In sum, the Court concludes that none of Garcia's complaints about his counsel's performance meet the Strickland standard for ineffectiveness, either separately or when all of the complaints are considered together and counsel's performance is assessed as a whole.
C. New evidence
Garcia argues that the Shiforenko statement was "never admitted as evidence during [his] trial" and that it was "hidden" by both the government and defense counsel. Mot. at 8. The government has represented-and Garcia does not dispute-that Shiforenko's grand jury testimony was produced to defense counsel in pretrial discovery. That leaves only Garcia's assertion that counsel "hid" the statement from Garcia and failed to introduce it as evidence at trial, which the Court has already addressed with respect to Garcia's ineffective assistance of counsel claim. As the Court has explained, nothing in the Shiforenko statement is exculpatory or exonerating. There is therefore no basis for arguing that Garcia was in some way prejudiced by the fact that this testimony was not introduced at trial.
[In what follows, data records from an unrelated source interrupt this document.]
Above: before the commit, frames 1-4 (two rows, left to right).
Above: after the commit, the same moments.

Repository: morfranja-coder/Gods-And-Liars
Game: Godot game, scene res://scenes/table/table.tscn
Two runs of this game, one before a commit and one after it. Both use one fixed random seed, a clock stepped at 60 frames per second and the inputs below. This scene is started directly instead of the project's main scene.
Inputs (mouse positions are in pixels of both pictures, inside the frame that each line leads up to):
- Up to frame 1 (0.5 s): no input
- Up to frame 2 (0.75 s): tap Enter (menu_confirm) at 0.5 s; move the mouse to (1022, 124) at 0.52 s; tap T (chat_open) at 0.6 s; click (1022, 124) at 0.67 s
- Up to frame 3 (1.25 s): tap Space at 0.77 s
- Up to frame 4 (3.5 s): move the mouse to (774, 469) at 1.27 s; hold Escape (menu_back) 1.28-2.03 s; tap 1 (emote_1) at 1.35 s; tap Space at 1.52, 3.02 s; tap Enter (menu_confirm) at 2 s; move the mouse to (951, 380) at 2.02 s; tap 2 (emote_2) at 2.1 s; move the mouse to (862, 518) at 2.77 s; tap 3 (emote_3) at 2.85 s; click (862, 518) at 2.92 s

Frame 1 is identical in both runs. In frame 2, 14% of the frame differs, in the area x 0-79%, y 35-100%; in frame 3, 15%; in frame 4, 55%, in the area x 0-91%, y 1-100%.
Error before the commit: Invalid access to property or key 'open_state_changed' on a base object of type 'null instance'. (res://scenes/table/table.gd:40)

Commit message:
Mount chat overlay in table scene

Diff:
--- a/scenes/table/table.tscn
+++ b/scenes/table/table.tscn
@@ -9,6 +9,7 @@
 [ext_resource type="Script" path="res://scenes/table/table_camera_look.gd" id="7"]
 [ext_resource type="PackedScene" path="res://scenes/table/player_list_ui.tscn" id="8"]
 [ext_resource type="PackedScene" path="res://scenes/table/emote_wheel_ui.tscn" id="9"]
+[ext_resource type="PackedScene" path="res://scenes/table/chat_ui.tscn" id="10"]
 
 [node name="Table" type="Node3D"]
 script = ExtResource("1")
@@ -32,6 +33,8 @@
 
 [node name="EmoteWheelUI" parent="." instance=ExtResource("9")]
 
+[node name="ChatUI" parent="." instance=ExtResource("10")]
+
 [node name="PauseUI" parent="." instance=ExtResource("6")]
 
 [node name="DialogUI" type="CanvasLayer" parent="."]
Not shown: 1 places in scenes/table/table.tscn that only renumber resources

Finally, Garcia argues that the Shiforenko statement was "brought up" at sentencing but was "brushed off" by the Court. Mot. at 8. This argument is procedurally defaulted because Garcia declined to challenge his sentence in his appeal to the Seventh Circuit. See Garcia, 2022 WL 1535378, at *1 ("[C]ounsel tells us that Garcia informed her that he does not wish to challenge his below-Guidelines sentence. Because Garcia does not dispute counsel's representation, further discussion of the sentence is unnecessary."). Garcia has not shown cause or prejudice for excusing this default. And even if the argument were not defaulted, it is meritless. As the government points out, Garcia's counsel referred to the Shiforenko testimony and argued as a mitigating factor the fact that Garcia was not one of the masterminds behind the scheme. The Court expressly took this into consideration when determining Garcia's sentence. The Court stated, for example:
So first of all, I don't think anybody disputes that he didn't set up a scheme. It was set up by other people, Mr. Shiforenko and the other gentleman, who I think is still a fugitive.... Dr. Garcia didn't set up, didn't set it up, he didn't decide how it was going to work.... It's also true, however, that - as the government says, that something like this doesn't work unless there are people like Dr. Garcia who participate and who do so willingly.R. 149 at 53-54. Moreover, the Court expressly considered the length of Shiforenko's sentence and his relative culpability in determining Garcia's sentence:
So I think the guideline range of 51 to 63 months is excessive. It's not as excessive as the one that had been proposed, which I thought was way out of whack, particularly because it was even greater than what Mr. Shiforenko got. And I acknowledge that Mr. Shiforenko cooperated, but there would be kind of a basic level of injustice, I think, given the scope of his involvement and the scope of his fraud, which extends way beyond what Dr. Garcia's involvement was for him-for Dr. Garcia to get a sentence, frankly, even close to what Mr. Shiforenko got.Id. at 60-61. There is thus no basis for arguing that the Court failed to consider the "new" evidence that Garcia cites.
Conclusion
For the reasons discussed above, the Court directs the Clerk to enter judgment stating: Omar Garcia's motion under 28 U.S.C. § 2255 is denied [dkt. no. 1]. The Court declines to issue a certificate of appealability because it can find nothing to suggest that the merits of the claims that it rejected are debatable, capable of different resolution, or deserving of further consideration. See 28 U.S.C. § 2253(c)(2); Barefoot v. Estelle, 463 U.S. 880, 893 n.4 (1983); Porter v. Gramley, 112 F.3d 1308, 1312 (7th Cir. 1997).